Pourquoi le parti s'attache-t-il de la sorte au mode de scrutin proportionnel et à la circonscription unique ? Et pourquoi rejette-t-il toutes les formules après avoir pris part à toutes les réunions du comité chargé d'étudier le projet dit mixte ? Les sources proches de l'alliance chrétienne avancent que le parti a pour objectif de faire pression sur la présidence de la République pour la placer devant un choix cornélien : soit la prorogation du mandat de la Chambre, soit l'adoption d'une nouvelle loi selon ses propres termes, à savoir la proportionnelle intégrale sur base de la circonscription unique.
(Lire aussi : Le Hezbollah ne parvient toujours pas à imposer le projet de proportionnelle intégrale)
De source proche du parti des Forces libanaises, on croit savoir que l'objectif du Hezbollah est de parvenir à une mainmise totale sur les institutions, notamment le pouvoir législatif et les principaux rouages de l'État. Ils expliquent ainsi qu'aussi bien la proportionnelle intégrale que la circonscription unique ont pour objectif d'empêcher l'alliance chrétienne d'obtenir un quelconque avantage électoral, à savoir plus d'un tiers des députés de la Chambre. Le Hezbollah entend ainsi contrôler la vie parlementaire en y imposant sa ligne politique propre. La source FL ajoute que la manière dont se déroulent les réunions concernant la nouvelle loi électorale, mais aussi les manifestations dans les rues et les débats au sein de la présidence du Conseil constituent les différents moyens employés par le Hezb pour imposer la proportionnelle.
Ce dernier redouterait les éventuels changements régionaux à venir et veille aujourd'hui à consolider sa présence sur la scène politique à travers notamment la résistance et les armes qu'il détient. Deux outils dont il bénéficie et qu'il estime désormais validés par les récentes déclarations du président de la République. Michel Aoun aurait légitimé et assuré une couverture constitutionnelle au Hezbollah en volant à son secours suite à la vague de critiques dont il a récemment fait l'objet.

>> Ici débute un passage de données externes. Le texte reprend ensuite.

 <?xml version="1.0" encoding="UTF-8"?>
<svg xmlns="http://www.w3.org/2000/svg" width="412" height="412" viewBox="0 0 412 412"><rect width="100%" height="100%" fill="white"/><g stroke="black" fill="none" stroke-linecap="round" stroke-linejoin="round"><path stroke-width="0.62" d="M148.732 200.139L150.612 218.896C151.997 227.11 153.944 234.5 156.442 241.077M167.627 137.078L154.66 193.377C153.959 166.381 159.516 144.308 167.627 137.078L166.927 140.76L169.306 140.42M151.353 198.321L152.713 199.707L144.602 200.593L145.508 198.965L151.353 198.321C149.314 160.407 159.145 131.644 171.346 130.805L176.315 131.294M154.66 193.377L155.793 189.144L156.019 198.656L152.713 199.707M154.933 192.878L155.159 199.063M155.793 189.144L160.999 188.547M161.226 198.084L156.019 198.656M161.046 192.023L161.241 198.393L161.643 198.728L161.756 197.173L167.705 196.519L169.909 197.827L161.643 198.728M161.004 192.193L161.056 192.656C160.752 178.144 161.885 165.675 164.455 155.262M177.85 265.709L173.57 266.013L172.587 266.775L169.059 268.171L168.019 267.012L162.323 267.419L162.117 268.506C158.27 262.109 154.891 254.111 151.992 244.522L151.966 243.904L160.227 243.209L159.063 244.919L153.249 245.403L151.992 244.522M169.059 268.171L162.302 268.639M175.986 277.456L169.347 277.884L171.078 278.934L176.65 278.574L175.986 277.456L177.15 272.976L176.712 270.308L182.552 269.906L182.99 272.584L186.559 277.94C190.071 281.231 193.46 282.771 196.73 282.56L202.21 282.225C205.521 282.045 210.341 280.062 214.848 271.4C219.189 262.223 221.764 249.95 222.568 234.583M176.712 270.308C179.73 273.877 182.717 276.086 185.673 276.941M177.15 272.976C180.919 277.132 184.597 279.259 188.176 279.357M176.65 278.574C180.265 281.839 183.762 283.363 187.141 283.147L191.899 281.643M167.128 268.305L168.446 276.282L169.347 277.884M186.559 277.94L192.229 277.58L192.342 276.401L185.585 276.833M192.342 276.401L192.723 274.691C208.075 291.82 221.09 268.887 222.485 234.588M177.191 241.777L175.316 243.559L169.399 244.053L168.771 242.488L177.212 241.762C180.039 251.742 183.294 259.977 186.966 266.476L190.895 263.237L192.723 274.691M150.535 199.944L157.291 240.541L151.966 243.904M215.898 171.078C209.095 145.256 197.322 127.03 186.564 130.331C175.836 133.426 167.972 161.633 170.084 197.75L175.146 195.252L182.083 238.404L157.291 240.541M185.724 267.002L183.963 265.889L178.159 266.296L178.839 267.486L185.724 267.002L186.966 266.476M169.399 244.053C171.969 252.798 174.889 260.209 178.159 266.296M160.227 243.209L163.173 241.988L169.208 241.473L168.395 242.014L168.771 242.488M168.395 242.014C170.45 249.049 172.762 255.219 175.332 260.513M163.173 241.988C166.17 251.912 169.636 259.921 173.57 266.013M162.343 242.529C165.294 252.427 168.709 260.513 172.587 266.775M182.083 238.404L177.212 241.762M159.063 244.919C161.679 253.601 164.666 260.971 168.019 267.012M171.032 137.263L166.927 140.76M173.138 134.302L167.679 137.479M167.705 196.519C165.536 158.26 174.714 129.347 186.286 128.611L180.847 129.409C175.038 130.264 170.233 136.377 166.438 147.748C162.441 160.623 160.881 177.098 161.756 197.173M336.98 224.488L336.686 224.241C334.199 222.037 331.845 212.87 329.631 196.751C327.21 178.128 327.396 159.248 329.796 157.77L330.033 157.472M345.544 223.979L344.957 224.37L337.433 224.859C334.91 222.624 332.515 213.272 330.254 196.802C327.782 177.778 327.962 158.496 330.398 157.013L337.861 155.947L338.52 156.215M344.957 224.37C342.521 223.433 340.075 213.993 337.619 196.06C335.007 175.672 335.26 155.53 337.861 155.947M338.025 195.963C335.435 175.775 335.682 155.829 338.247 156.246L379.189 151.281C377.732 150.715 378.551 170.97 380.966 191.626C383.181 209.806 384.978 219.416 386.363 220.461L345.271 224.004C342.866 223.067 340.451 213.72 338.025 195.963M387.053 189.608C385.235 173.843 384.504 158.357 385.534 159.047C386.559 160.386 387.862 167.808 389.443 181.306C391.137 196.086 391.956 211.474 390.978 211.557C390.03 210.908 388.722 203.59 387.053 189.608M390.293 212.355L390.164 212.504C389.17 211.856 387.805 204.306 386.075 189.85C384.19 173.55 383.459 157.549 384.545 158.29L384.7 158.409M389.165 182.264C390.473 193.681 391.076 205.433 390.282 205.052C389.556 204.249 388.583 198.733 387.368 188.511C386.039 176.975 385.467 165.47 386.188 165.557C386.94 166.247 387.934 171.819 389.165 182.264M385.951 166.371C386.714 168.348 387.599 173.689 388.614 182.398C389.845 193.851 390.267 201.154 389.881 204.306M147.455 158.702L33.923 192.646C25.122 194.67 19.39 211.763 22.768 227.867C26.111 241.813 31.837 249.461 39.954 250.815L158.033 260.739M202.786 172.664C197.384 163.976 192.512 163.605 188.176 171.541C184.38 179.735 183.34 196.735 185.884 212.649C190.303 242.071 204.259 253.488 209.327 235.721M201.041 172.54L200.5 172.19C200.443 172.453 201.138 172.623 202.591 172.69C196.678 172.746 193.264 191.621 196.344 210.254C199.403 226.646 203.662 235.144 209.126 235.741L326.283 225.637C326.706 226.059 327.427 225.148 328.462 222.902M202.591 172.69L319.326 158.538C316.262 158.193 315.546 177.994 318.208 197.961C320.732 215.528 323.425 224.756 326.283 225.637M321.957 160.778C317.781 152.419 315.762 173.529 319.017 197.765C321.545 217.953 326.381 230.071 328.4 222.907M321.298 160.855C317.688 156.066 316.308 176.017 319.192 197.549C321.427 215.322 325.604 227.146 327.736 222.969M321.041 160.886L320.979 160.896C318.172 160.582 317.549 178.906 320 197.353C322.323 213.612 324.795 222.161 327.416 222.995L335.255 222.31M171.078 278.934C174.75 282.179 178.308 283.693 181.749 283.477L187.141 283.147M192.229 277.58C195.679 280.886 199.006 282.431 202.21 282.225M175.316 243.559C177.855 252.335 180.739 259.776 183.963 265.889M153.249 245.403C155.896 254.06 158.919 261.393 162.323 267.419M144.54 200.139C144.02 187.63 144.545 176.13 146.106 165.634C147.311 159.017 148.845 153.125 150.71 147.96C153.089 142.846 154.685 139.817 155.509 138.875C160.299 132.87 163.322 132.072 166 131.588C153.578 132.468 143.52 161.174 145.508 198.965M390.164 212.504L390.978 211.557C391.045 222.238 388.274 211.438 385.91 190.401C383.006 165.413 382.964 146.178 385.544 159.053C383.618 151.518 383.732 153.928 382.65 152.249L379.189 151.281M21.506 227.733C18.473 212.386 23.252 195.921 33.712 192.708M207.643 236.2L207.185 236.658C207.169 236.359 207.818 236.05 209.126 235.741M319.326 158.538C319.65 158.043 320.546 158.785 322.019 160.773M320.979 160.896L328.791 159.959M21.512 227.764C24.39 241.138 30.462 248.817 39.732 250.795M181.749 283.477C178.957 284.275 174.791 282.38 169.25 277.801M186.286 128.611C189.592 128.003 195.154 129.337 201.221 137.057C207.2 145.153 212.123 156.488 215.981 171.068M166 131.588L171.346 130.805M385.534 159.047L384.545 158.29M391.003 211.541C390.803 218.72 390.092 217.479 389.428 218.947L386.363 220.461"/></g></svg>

En fait, le Hezb a plus que jamais besoin de la couverture « légitimante » de l'État libanais, donc pour lui et ses alliés, le vide institutionnel est à proscrire absolument. Mais, d'autre part, pour les FL et leurs alliés, une loi fondée sur la proportionnelle est également à proscrire absolument, car elle signerait l'arrêt de mort de la Constitution, du pacte et de tout ce qui a conduit à la naissance puis à l'adoption de l'accord de Taëf. Il replace le Liban dans le cadre d'une citoyenneté du « nombre » alors que les FL et leurs alliés tentent de parvenir à une citoyenneté de « réel partenariat ». Le projet récemment présenté par Gebran Bassil entendait permettre aux chrétiens de choisir un grand nombre de leurs députés, 58 au total, en comparaison avec les 40 députés qu'ils pourront élire à l'aune de la proportionnelle intégrale. Dans le même temps, le Hezbollah s'active sur le terrain dans le but de récolter le plus grand nombre de députés en apparence « indépendants » mais qui lui seraient favorables.
(Lire aussi : La Constitution et les citoyens, victimes collatérales du nouveau consensus politique ?)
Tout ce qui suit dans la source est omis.